Isn’t that what the Secrets resources are for? Just use those, and mount them into your containers in the filesystem or environment variables.
If I control a physical cluster of machines end-to-end, I might consider Kubernetes (because I don't have any better options and doing the work to actually secure it is probably less work than my alternatives), but it's also one of the reasons--though far from the only reason--that I couldn't begin to consider k8s if I'm running in AWS or another cloud environment.
They are in progress towards encrypting at rest the etcd database. You can experimentally turn it on by following this doc:
There is an implementation to use Hashicorp's Vault to encrypt secrets (using this functionality) which looks quite nice actually:
2) What exactly do you not like tooling wise.
3) Totally agree. I am actually working on replacing etcd with postgresql though.
1) Write a bunch of bash scripts around kubectl and a bunch of YAML files.

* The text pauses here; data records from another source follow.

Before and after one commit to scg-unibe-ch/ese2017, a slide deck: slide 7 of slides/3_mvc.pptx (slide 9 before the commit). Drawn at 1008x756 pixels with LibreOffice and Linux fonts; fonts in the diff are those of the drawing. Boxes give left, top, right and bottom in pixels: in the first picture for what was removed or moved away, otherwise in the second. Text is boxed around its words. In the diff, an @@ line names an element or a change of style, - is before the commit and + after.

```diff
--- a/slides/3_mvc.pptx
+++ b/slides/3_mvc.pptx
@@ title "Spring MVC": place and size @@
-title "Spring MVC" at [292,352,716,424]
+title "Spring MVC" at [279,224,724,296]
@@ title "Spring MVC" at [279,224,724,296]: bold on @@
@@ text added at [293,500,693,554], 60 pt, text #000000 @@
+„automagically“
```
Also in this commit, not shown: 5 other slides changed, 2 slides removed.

While painful, this the way I ended up going for (plus blackbox to GPG encrypt/decrypt secrets on the repo)
2) Try to use your usual tools (Ansible/Puppet) as a replacement for kubectl. This is the dream, but the plugins for Ansible and Puppet only support subsets of the latest k8s features, or require annoying stuff like setting your API endpoint on every task.
In other words, getting reproducible deploys between different k8s clusters (say, one for staging and one for production) is not really a thing yet. I guess there's an argument for saying that one should use k8s-native solutions for that (such as namespaces) but what about having clusters in different data centers?

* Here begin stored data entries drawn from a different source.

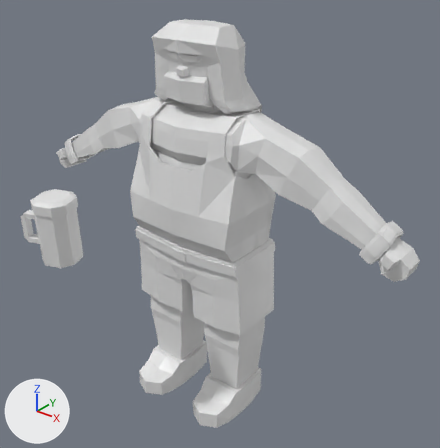
The FBX model game/assets/models/man/Man7.fbx: old version first, new version second.
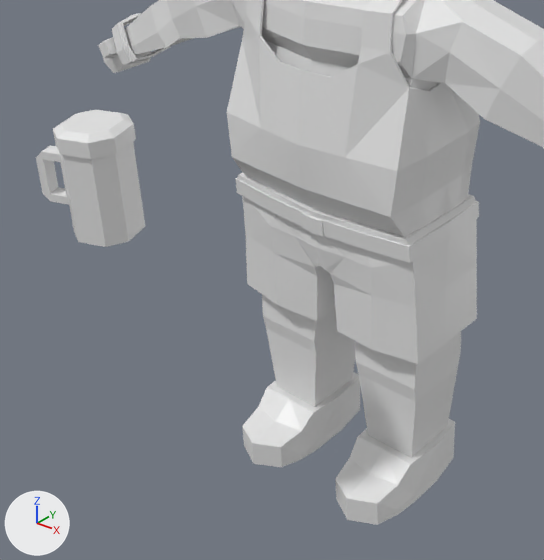
Each version appears first whole from a camera (50 mm lens) standing at (5.78, -6.84, 7.56) and looking at (0.56, -0.31, 3.51), and next in a close-up on the part from 0% to 71% of the width and 28% to 100% of the height. Arrows for +X, +Y and +Z are at lower left; the lights stay in place.

In view in the first close-up: 'Cube', 'beer'.
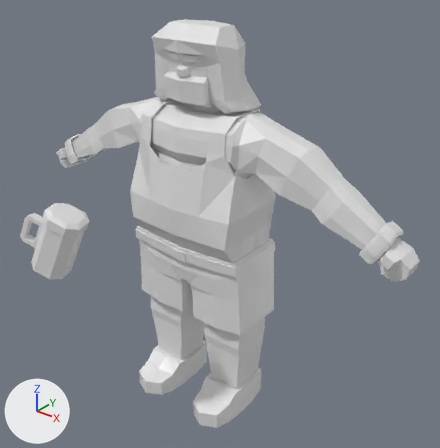
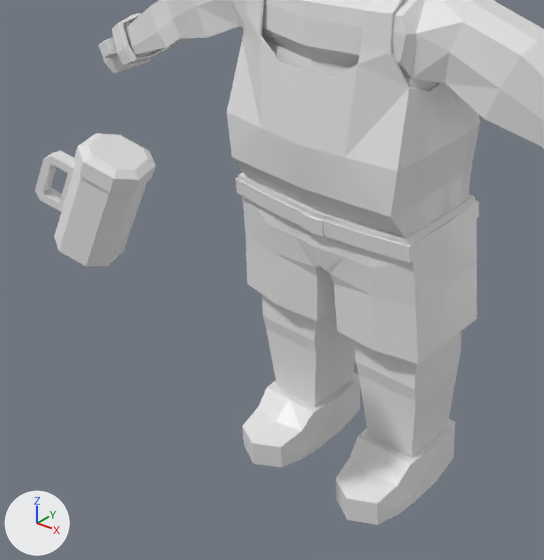
Where the change shows, as pixel boxes (x1, y1, x2, y2) in the close-ups (544 x 560 px):
'beer', moved, turned
    before: (36, 110, 145, 247)
    after: (35, 133, 156, 266)

The change in detail:
Object 'beer' (ob_beer) moves from (-0.644, -2.35, 3.649) to (-0.753, -2.375, 3.447).
Object 'beer' (ob_beer) turns from (-1.6, 0.8, -161) to (0.8, -23, -159) degrees about x, y and z.

How do you view that in regard to this discussion? https://github.com/kubernetes/kubernetes/issues/1957
I don't think i even want to setup dc/os on my laptop and play with it, seems almost impossible to run mesos on osx . All these articles are making me resent DC/OS :D.
It also feels like the recent feature sets that Mesosphere has been delivering to Marathon (their choice of scheduler to sit on top of Mesos) is playing catchup to a lot of the features that Kubernetes already has.
Namely, they target machine management. While K8s is about container centric job management. Seems subtle, but if you think along these 2 lines, design decisions in 2 systems fall through naturally.
from their home page ' deploys containers, distributed services, and legacy applications into those machines; '
Containers is listed first and its definitely an overlap with kubernetes . I understand that mesos was originally developed with non container centric focus but dc/os now definitely container focused. First example on their site in graphic is 'Containerized Workloads '.